#### [EXERCISE GOAL]
Return exactly the span of lines in the following data that opens with the line containing "COVER_RADIUS = 109.0" and closes with the line containing "COVER_SCREW_POCKET_DEPTH = 9.0". Include nothing else.

━━━ RECORD EXCERPTS ━━━

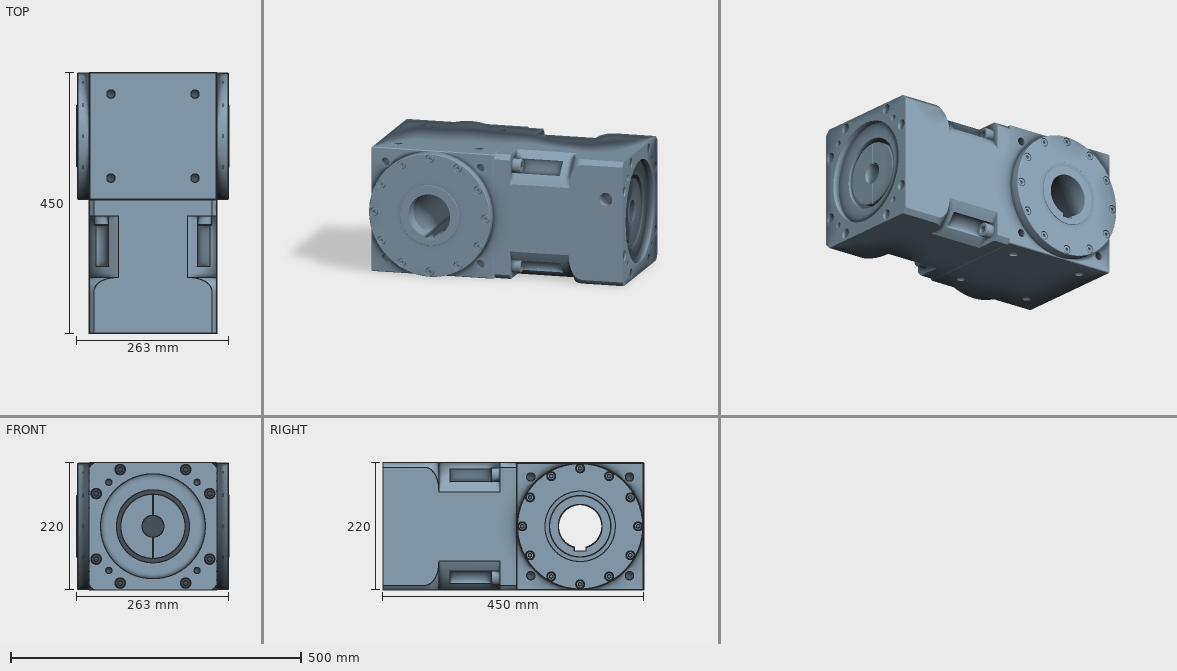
import cadquery as cq
import math


TOTAL_LENGTH = 450.0
BLOCK_SIZE = 220.0
HALF_BLOCK = BLOCK_SIZE / 2
REAR_Y = -HALF_BLOCK
FRONT_Y = HALF_BLOCK - TOTAL_LENGTH

BLOCK_CHAMFER = 1.5
COVER_RADIUS = 109.0
COVER_THICKNESS = 20.0
COVER_CHAMFER = 1.0
COVER_FACE_X = HALF_BLOCK + COVER_THICKNESS
SEAL_RADIUS = 60.8
SEAL_RECESS = 0.22
COVER_SCREW_COUNT = 12
COVER_SCREW_CIRCLE = 100.0
COVER_SCREW_POCKET_RADIUS = 7.5
COVER_SCREW_POCKET_DEPTH = 9.0
COVER_SCREW_HEAD_RADIUS = 6.5
COVER_SCREW_HEAD_HEIGHT = 8.0
COVER_SCREW_SOCKET = 6.0
MOUNT_HOLE_RADIUS = 7.0
MOUNT_HOLE_DEPTH = 20.2
TOP_HOLE_OFFSET = 72.5
SIDE_HOLE_OFFSET = 85.0
DRILL_POINT_ANGLE = 118.0

SHAFT_RADIUS = 53.0
SHAFT_LENGTH = 263.0
SHAFT_CHAMFER = 0.5
SHAFT_BORE_RADIUS = 37.5
SHAFT_RELIEF_RADIUS = 38.2
SHAFT_BORE_LAND = 30.0
KEYWAY_WIDTH = 20.0
KEYWAY_BOTTOM = 42.5

FLANGE_THICKNESS = 28.0
RING_LENGTH = 86.5
ADAPTER_NECK = 19.5
CORNER_RADIUS = 150.0
RING_RADIUS = 125.0
FLANGE_FRONT_Y = REAR_Y - FLANGE_THICKNESS
RING_FRONT_Y = FLANGE_FRONT_Y - RING_LENGTH
NECK_FRONT_Y = RING_FRONT_Y - ADAPTER_NECK
FLANGE_BOLT_OFFSET = RING_RADIUS / math.sqrt(2)
BOLT_CHANNEL_RADIUS = 15.5
FLANGE_BOLT_RADIUS = 12.0
FLANGE_BOLT_HEIGHT = 15.8
FLANGE_BOLT_SOCKET = 14.0
FLANGE_BOLT_CHAMFER = 1.0

PILOT_RADIUS = 90.5
PILOT_DEPTH = 12.0
CAVITY_RADIUS = 63.0
CAVITY_DEPTH = 67.5
PILOT_FLOOR_Y = FRONT_Y + PILOT_DEPTH
CAVITY_FLOOR_Y = PILOT_FLOOR_Y + CAVITY_DEPTH
ADAPTER_SCREW_CIRCLE = 113.0
ADAPTER_SCREW_ANGLES = [30, 60, 120, 150, 210, 240, 300, 330]
ADAPTER_SCREW_HOLE_RADIUS = 9.0
ADAPTER_SCREW_HOLE_DEPTH = 90.0
ADAPTER_SCREW_HEAD_RADIUS = 8.0
ADAPTER_SCREW_HEAD_HEIGHT = 10.0
ADAPTER_SCREW_SOCKET = 8.0
MOTOR_HOLE_OFFSET = 76.0
MOTOR_HOLE_RADIUS = 5.5
MOTOR_HOLE_DEPTH = 20.2
ACCESS_HOLE_RADIUS = 11.5
ACCESS_HOLE_Z = 43.5
ACCESS_HOLE_SETBACK = 30.0

HUB_RADIUS = 55.5
HUB_RECESS = 2.0
HUB_LENGTH = CAVITY_DEPTH - HUB_RECESS
HUB_BORE_RADIUS = 19.0
SLIT_WIDTH = 2.0
SLIT_DEPTH = 49.5

AXIS_X = cq.Vector(1, 0, 0)
AXIS_Y = cq.Vector(0, 1, 0)
AXIS_Z = cq.Vector(0, 0, 1)


def cylinder(radius, length, start, direction):
    """Cylinder that runs from start along direction."""
    return cq.Workplane(cq.Solid.makeCylinder(radius, length, start, direction))


def drilled_hole(radius, depth, start, direction):
    """Blind hole with a full-diameter drill point at its end."""
    point_height = radius / math.tan(math.radians(DRILL_POINT_ANGLE / 2))
    point = cq.Solid.makeCone(radius, 0, point_height, start + direction * depth, direction)
    return cylinder(radius, depth, start, direction).union(cq.Workplane(point))


def socket_head(radius, height, across_flats, seat, direction):
    """Cap screw head standing on seat, with a hexagon socket half its height deep."""
    plane = cq.Plane(seat, xDir=AXIS_Z, normal=direction)
    across_corners = across_flats / math.cos(math.radians(30))
    head = cq.Workplane(plane).circle(radius).extrude(height)
    socket = (
        cq.Workplane(plane)
        .workplane(offset=height / 2)
        .polygon(6, across_corners)
        .extrude(height / 2)
    )
    return head.cut(socket)


def corner_places(offset):
    """The four corners of a square of half-width offset."""
    return [(a, b) for a in (-offset, offset) for b in (-offset, offset)]


def cover(side):
    """Round bearing cover with recessed screws, on the -X or +X side of the block."""
    outward = AXIS_X * side
    disc = cylinder(COVER_RADIUS, COVER_THICKNESS, outward * HALF_BLOCK, outward)
    disc = disc.faces(">X" if side > 0 else "<X").chamfer(COVER_CHAMFER)
    seal_floor = outward * (COVER_FACE_X - SEAL_RECESS)
    disc = disc.cut(cylinder(SEAL_RADIUS, SEAL_RECESS, seal_floor, outward))
    for index in range(COVER_SCREW_COUNT):
        angle = 2 * math.pi * index / COVER_SCREW_COUNT
        seat = cq.Vector(
            side * (COVER_FACE_X - COVER_SCREW_POCKET_DEPTH),
            COVER_SCREW_CIRCLE * math.cos(angle),
            COVER_SCREW_CIRCLE * math.sin(angle),
        )
        disc = disc.cut(cylinder(COVER_SCREW_POCKET_RADIUS, COVER_SCREW_POCKET_DEPTH, seat, outward))
        disc = disc.union(socket_head(
            COVER_SCREW_HEAD_RADIUS, COVER_SCREW_HEAD_HEIGHT, COVER_SCREW_SOCKET, seat, outward
        ))
    return disc


def make_housing():
    """Cubic block with both covers, mounting holes and the through hole for the shaft."""
    body = cq.Workplane().box(BLOCK_SIZE, BLOCK_SIZE, BLOCK_SIZE).edges().chamfer(BLOCK_CHAMFER)
    for side in (-1, 1):
        body = body.union(cover(side))
        for x, y in corner_places(TOP_HOLE_OFFSET):
            start = cq.Vector(x, y, side * HALF_BLOCK)
            body = body.cut(drilled_hole(MOUNT_HOLE_RADIUS, MOUNT_HOLE_DEPTH, start, AXIS_Z * -side))
        for y, z in corner_places(SIDE_HOLE_OFFSET):
            start = cq.Vector(side * HALF_BLOCK, y, z)
            body = body.cut(drilled_hole(MOUNT_HOLE_RADIUS, MOUNT_HOLE_DEPTH, start, AXIS_X * -side))
    return body.cut(cylinder(SHAFT_RADIUS, SHAFT_LENGTH, AXIS_X * (-SHAFT_LENGTH / 2), AXIS_X))


def make_shaft():
    """Hollow output shaft, keyed along its whole bore and relieved between the end lands."""
    start = AXIS_X * (-SHAFT_LENGTH / 2)
    relief_length = SHAFT_LENGTH - 2 * SHAFT_BORE_LAND
    relief_start = AXIS_X * (-relief_length / 2)
    keyway = (
        cq.Workplane()
        .box(SHAFT_LENGTH, KEYWAY_WIDTH, KEYWAY_BOTTOM)
        .translate((0, 0, -KEYWAY_BOTTOM / 2))
    )
    return (
        cylinder(SHAFT_RADIUS, SHAFT_LENGTH, start, AXIS_X)
        .faces("<X or >X")
        .chamfer(SHAFT_CHAMFER)
        .cut(cylinder(SHAFT_BORE_RADIUS, SHAFT_LENGTH, start, AXIS_X))
        .cut(cylinder(SHAFT_RELIEF_RADIUS, relief_length, relief_start, AXIS_X))
        .cut(keyway)
    )


def square_section(rear_y, front_y):
    """Square bar of the block's width between two Y positions."""
    length = rear_y - front_y
    return cq.Workplane().box(BLOCK_SIZE, length, BLOCK_SIZE).translate((0, front_y + length / 2, 0))


def rounded_section(corner_radius, rear_y, front_y):
    """Square bar with its corners turned to corner_radius about the input axis."""
    turned = cylinder(corner_radius, rear_y - front_y, AXIS_Y * front_y, AXIS_Y)
    return square_section(rear_y, front_y).intersect(turned)


def gear_ring():
    """Flange and gear ring with their joint line kept, and a bolt in a channel at each corner."""
    seats = [cq.Vector(x, FLANGE_FRONT_Y, z) for x, z in corner_places(FLANGE_BOLT_OFFSET)]
    ring = rounded_section(RING_RADIUS, FLANGE_FRONT_Y, RING_FRONT_Y)
    for seat in seats:
        ring = ring.cut(cylinder(BOLT_CHANNEL_RADIUS, RING_LENGTH, seat, -AXIS_Y))

    body = rounded_section(CORNER_RADIUS, REAR_Y, FLANGE_FRONT_Y).union(ring, clean=False)
    for seat in seats:
        bolt = socket_head(
            FLANGE_BOLT_RADIUS, FLANGE_BOLT_HEIGHT, FLANGE_BOLT_SOCKET, seat, -AXIS_Y
        )
        bolt = bolt.faces("<Y").edges("%CIRCLE").chamfer(FLANGE_BOLT_CHAMFER)
        body = body.union(bolt, clean=False)
    return body


def adapter():
    """Motor adapter: a turned neck that rounds out to the full square, bored for the hub."""
    corner = cylinder(CORNER_RADIUS, NECK_FRONT_Y - FRONT_Y, AXIS_Y * FRONT_Y, AXIS_Y)
    corner = corner.faces(">Y").edges().fillet(CORNER_RADIUS - RING_RADIUS)
    neck = rounded_section(RING_RADIUS, RING_FRONT_Y, NECK_FRONT_Y)
    body = square_section(NECK_FRONT_Y, FRONT_Y).intersect(corner).union(neck)
    body = body.cut(cylinder(PILOT_RADIUS, PILOT_DEPTH, AXIS_Y * FRONT_Y, AXIS_Y))
    body = body.cut(cylinder(CAVITY_RADIUS, CAVITY_DEPTH, AXIS_Y * PILOT_FLOOR_Y, AXIS_Y))

    access = cq.Vector(-HALF_BLOCK, FRONT_Y + ACCESS_HOLE_SETBACK, ACCESS_HOLE_Z)
    body = body.cut(cylinder(ACCESS_HOLE_RADIUS, HALF_BLOCK, access, AXIS_X))

    for x, z in corner_places(MOTOR_HOLE_OFFSET):
        start = cq.Vector(x, FRONT_Y, z)
        body = body.cut(drilled_hole(MOTOR_HOLE_RADIUS, MOTOR_HOLE_DEPTH, start, AXIS_Y))

    for degrees in ADAPTER_SCREW_ANGLES:
        angle = math.radians(degrees)
        seat = cq.Vector(
            ADAPTER_SCREW_CIRCLE * math.cos(angle),
            FRONT_Y + ADAPTER_SCREW_HOLE_DEPTH,
            ADAPTER_SCREW_CIRCLE * math.sin(angle),
        )
        body = body.cut(cylinder(ADAPTER_SCREW_HOLE_RADIUS, ADAPTER_SCREW_HOLE_DEPTH, seat, -AXIS_Y))
        body = body.union(socket_head(
            ADAPTER_SCREW_HEAD_RADIUS, ADAPTER_SCREW_HEAD_HEIGHT, ADAPTER_SCREW_SOCKET, seat, -AXIS_Y
        ))
    return body


def make_gearhead():
    """Gear ring and motor adapter as one solid that keeps the joint lines between its sections."""
    return gear_ring().union(adapter(), clean=False)


def make_hub():
    """Clamp hub standing on the cavity floor, slit across its diameter from the front."""
    start = AXIS_Y * CAVITY_FLOOR_Y
    hub_front_y = CAVITY_FLOOR_Y - HUB_LENGTH
    slit = (
        cq.Workplane()
        .box(SLIT_WIDTH, SLIT_DEPTH, 2 * HUB_RADIUS)
        .translate((0, hub_front_y + SLIT_DEPTH / 2, 0))
    )
    return (
        cylinder(HUB_RADIUS, HUB_LENGTH, start, -AXIS_Y)
        .cut(cylinder(HUB_BORE_RADIUS, HUB_LENGTH, start, -AXIS_Y))
        .cut(slit)
    )


housing = make_housing()
shaft = make_shaft()
gearhead = make_gearhead()
hub = make_hub()

result = cq.Compound.makeCompound([housing.val(), shaft.val(), gearhead.val(), hub.val()])

━━━

#### [THE ANSWER]
COVER_RADIUS = 109.0
COVER_THICKNESS = 20.0
COVER_CHAMFER = 1.0
COVER_FACE_X = HALF_BLOCK + COVER_THICKNESS
SEAL_RADIUS = 60.8
SEAL_RECESS = 0.22
COVER_SCREW_COUNT = 12
COVER_SCREW_CIRCLE = 100.0
COVER_SCREW_POCKET_RADIUS = 7.5
COVER_SCREW_POCKET_DEPTH = 9.0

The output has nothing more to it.